Recorded data:
========

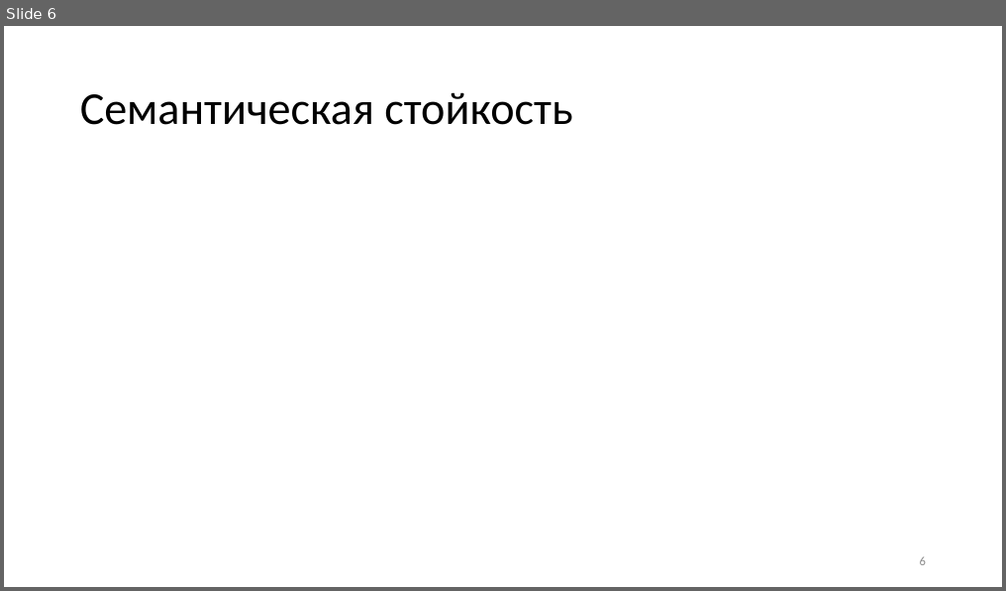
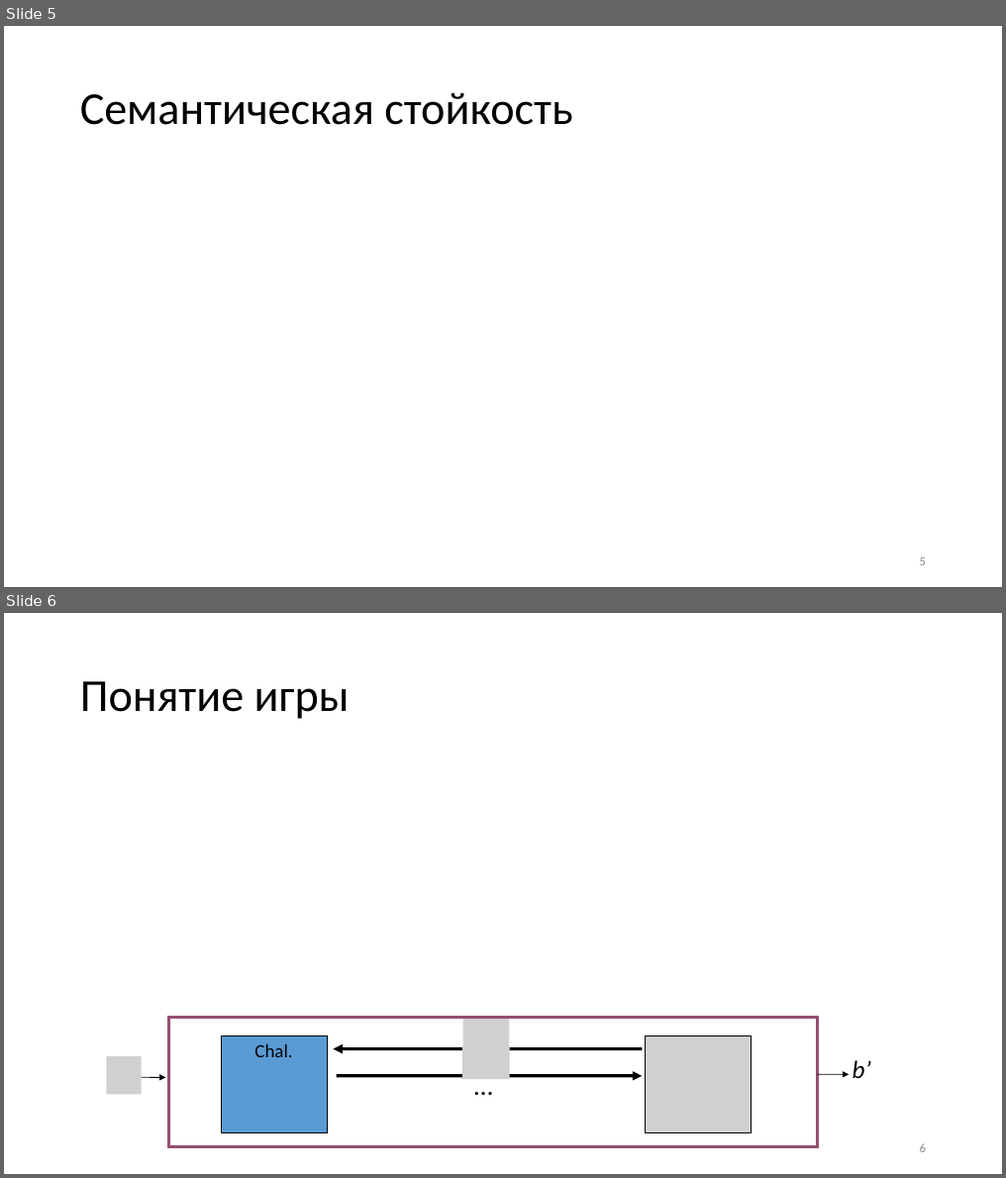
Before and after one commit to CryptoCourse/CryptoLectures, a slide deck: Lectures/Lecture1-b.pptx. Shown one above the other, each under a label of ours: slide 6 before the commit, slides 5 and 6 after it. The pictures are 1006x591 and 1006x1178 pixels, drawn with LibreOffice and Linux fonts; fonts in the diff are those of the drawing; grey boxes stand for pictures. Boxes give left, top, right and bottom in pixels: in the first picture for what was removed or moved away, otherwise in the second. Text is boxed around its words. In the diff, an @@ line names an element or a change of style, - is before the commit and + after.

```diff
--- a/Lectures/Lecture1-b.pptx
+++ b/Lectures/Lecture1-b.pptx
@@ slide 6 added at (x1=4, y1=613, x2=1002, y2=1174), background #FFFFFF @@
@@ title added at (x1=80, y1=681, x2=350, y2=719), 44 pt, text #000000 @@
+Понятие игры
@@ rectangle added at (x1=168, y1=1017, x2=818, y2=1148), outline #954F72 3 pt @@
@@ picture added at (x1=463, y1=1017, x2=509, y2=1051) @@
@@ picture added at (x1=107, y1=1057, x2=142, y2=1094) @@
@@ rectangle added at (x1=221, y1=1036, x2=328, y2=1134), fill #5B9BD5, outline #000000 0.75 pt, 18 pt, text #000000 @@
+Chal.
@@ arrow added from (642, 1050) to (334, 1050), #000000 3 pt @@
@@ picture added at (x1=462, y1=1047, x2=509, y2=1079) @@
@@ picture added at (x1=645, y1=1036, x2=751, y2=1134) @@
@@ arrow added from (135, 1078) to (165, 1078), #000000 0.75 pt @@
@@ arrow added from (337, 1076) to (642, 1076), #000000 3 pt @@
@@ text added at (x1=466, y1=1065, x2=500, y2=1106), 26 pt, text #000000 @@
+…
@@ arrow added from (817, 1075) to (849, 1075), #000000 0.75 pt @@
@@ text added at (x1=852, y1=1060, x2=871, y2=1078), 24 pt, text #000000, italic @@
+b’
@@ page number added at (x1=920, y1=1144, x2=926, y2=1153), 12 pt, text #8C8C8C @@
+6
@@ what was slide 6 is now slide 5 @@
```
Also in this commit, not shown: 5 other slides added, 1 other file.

========

Task to carry out:
Your task is to copy each line of the entries that includes the word "other".

Output of the task:
Before and after one commit to CryptoCourse/CryptoLectures, a slide deck: Lectures/Lecture1-b.pptx. Shown one above the other, each under a label of ours: slide 6 before the commit, slides 5 and 6 after it. The pictures are 1006x591 and 1006x1178 pixels, drawn with LibreOffice and Linux fonts; fonts in the diff are those of the drawing; grey boxes stand for pictures. Boxes give left, top, right and bottom in pixels: in the first picture for what was removed or moved away, otherwise in the second. Text is boxed around its words. In the diff, an @@ line names an element or a change of style, - is before the commit and + after.
Also in this commit, not shown: 5 other slides added, 1 other file.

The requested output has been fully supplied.